In an earlier post on this topic ("Why definiteness is decreasing, part 1"), I suggested that the decrease in definite-article frequency in published English text, over the course of the past century, might be connected with a decrease in formality. Roughly, this means that writing has been becoming more like speech (though speech has also been changing, and writing and speech remain very different).
In this post, I want to discuss two other socio-stylistic dimensions — age and sex. If the language is changing, then we expect to see "age grading", where younger people tend to exhibit the innovative pattern, while older people's usage is more old-fashioned. And because women are generally the leaders in language change, we expect to see women at every age being more linguistically innovative and men being more conservative. In other words, "young men talk like old women". And as the plot on the right illustrates, differences by age and sex in the frequency of the seem to confirm this hypothesis. (Click on the graph for a larger version.)

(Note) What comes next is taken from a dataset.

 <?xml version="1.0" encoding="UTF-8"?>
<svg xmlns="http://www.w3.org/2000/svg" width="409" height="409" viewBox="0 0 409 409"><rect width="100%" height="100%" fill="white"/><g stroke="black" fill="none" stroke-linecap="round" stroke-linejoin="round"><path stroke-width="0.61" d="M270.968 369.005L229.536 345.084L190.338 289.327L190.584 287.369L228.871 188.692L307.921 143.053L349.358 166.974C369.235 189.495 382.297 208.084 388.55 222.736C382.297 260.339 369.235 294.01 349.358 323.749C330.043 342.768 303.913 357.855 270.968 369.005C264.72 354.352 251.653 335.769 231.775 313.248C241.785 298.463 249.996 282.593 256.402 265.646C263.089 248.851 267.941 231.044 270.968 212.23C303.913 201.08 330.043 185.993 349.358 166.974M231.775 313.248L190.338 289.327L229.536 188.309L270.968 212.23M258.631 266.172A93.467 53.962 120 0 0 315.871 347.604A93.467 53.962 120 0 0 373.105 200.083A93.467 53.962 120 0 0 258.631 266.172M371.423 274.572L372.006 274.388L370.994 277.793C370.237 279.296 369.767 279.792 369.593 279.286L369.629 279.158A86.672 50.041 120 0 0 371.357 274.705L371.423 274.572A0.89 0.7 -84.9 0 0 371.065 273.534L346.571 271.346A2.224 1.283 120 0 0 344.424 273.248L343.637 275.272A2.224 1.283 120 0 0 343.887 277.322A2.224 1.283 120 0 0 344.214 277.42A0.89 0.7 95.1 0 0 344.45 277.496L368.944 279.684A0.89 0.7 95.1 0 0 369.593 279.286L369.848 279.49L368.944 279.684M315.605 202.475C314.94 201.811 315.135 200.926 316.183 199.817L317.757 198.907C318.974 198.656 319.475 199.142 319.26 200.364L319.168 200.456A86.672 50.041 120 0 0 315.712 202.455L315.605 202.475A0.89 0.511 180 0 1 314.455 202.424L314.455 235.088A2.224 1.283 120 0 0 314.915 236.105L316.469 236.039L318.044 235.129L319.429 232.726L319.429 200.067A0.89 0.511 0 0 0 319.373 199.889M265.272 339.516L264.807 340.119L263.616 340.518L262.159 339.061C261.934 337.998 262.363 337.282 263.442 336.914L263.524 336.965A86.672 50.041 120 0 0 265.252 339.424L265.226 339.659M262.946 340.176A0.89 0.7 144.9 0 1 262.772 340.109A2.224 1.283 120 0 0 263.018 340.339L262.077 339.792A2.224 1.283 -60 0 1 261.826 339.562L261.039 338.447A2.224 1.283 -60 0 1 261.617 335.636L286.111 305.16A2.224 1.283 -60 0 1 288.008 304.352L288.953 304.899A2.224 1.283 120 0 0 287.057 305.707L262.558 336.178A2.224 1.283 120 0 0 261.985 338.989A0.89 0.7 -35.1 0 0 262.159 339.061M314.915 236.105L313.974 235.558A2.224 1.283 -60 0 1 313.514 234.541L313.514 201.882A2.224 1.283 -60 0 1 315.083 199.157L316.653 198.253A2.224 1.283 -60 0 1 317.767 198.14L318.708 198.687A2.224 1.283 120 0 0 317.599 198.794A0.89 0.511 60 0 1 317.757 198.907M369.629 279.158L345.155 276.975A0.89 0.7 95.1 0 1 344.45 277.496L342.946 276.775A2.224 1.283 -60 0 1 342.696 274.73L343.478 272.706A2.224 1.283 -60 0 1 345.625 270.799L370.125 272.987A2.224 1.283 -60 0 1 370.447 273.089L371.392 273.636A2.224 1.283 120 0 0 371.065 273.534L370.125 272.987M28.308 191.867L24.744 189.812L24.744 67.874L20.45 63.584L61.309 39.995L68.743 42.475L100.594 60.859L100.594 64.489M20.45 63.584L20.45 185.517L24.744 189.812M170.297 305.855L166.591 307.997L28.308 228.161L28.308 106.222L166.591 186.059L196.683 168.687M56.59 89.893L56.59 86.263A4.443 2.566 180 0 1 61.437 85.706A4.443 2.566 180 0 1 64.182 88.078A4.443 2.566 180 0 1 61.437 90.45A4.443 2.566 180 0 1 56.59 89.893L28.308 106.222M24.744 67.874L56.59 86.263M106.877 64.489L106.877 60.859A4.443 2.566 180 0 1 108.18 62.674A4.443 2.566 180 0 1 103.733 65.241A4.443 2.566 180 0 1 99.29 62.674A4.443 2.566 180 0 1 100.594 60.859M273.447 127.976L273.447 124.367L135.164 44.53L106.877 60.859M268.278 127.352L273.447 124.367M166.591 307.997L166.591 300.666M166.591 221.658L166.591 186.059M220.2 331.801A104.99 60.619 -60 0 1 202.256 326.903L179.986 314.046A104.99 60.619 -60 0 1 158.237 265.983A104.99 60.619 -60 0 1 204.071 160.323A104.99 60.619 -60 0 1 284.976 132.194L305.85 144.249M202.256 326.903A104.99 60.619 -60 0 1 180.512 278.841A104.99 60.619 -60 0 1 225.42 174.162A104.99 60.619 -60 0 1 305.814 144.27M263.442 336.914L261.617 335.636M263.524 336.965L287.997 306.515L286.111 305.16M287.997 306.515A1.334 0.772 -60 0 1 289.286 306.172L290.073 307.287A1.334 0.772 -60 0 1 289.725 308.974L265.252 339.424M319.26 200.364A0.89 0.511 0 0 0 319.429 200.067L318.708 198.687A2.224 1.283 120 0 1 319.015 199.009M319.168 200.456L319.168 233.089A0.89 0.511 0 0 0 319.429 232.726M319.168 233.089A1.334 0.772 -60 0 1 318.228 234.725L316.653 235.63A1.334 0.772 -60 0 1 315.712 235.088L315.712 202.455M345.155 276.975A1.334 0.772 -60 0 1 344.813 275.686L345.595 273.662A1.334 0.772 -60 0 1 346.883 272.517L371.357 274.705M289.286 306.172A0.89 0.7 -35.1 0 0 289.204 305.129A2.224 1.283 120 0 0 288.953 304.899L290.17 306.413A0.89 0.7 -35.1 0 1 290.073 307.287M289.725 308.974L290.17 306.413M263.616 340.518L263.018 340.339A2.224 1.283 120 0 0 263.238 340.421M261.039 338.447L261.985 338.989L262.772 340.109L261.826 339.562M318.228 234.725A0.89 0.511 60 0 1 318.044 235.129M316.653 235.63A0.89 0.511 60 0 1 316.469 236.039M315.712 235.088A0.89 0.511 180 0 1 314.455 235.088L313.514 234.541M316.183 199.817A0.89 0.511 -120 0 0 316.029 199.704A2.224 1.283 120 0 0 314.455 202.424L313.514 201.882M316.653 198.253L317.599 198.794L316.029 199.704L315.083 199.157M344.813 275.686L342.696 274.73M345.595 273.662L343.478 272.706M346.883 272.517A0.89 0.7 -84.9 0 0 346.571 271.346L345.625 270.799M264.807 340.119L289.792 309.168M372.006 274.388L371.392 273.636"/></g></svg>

These numbers come from the Fisher corpus of conversational telephone speech, comprising nearly 12,000 10-minute conversations involving a similar number of callers. Here are the numbers in tabular form — frequency of the, as a percentage of all words produced by callers in the specified age range:
|AGE <28||Age 28-40||Age >40|
And trust me, the numbers are large enough that these differences are statistically significant.
So one interpretation of yesterday's theory about decreasing formality in written language is apparently wrong. If this age grading in the spoken language reflects a change in progress, then we can reject the hypothesis that the changes in text are nothing but a gradual approximation to a fixed pattern in speech. Rather, the frequency of the is apparently decreasing in both text and speech — it's just that text is a lagging indicator.
Of course, this argument is an indirect one, since we don't have comparable speech samples from very widely separated time periods, and instead we're relying on age-grading to give us an "apparent time" picture. But as I noted yesterday, we do have two samples of conversational transcripts collected about a dozen years apart, which do show a change in the expected direction: the Switchboard corpus, collected in 1990-01, has overall the frequency of 2.98%, while Fisher, collected in 2003, has 2.47%.
In any case, we've already seen age- and sex-linked variation in the frequency, in a corpus of informal text. As I explained in "Sex, age, and pronouns on Facebook" (9/19/2014):
Andy Schwartz and others at the World Well-Being Project have worked with "Facebook posts from over 75,000 volunteers who also took the standard Interpersonal Personality Item Pool (IPIP) personality test to measure the 'Big Five' personality traits", looking for linguistic features that correlate with those aspects of personality measured by that test.
And in "More fun with Facebook: THE" (10/12/2014), I observed that
The script that I used to make that course assignment about Facebook pronouns ("Sex, age, and pronouns on Facebook", 9/19/2014; "More fun with Facebook pronouns", 9/27/2014) can trivially be focused on any other words — so here's "the":
(For comparison purposes, the y-axis frequencies of 20,000 to 30,000 per million in that graph are equivalent to 2.0-3.0 percent.)
It remains possible that the age- and sex-linked changes in the usage are a life cycle effect rather than evidence of overall linguistic change in progress — maybe older people just gradually get more formal (or at least more the-ful) both in speech and in writing. But I'm guessing that this is mostly a linguistic change in progress.
We still don't know what these changes really are, in detail. What is taking the place of those missing definite articles? In response to a comment on yesterday's post, I listed some possibilities:
[A] larger number of non-pronominal noun phrases; a higher percentage of definite articles on a similar number of noun phrases; a smaller number of one or more other parts of speech (e.g. adjectives, adverbs, discourse particles, etc.); and so on.
And whatever the distributional shifts may be, are they semantically and rhetorically neutral, or do they reflect some larger stylistic shifts? For an example of what such a shift might be like, consider what Pennebaker et al. have called the "categorical-dynamic index" (CDI), featured in a paper published just about a week ago: James Pennebaker, Cindy Chung, Joey Frazee, Gary Lavergne, and David Beaver, "When Small Words Foretell Academic Success: The Case of College Admissions Essays", PLoS one 12/31/2014. The abstract:
The smallest and most commonly used words in English are pronouns, articles, and other function words. Almost invisible to the reader or writer, function words can reveal ways people think and approach topics. A computerized text analysis of over 50,000 college admissions essays from more than 25,000 entering students found a coherent dimension of language use based on eight standard function word categories. The dimension, which reflected the degree students used categorical versus dynamic language, was analyzed to track college grades over students' four years of college. Higher grades were associated with greater article and preposition use, indicating categorical language (i.e., references to complexly organized objects and concepts). Lower grades were associated with greater use of auxiliary verbs, pronouns, adverbs, conjunctions, and negations, indicating more dynamic language (i.e., personal narratives). The links between the categorical-dynamic index (CDI) and academic performance hint at the cognitive styles rewarded by higher education institutions.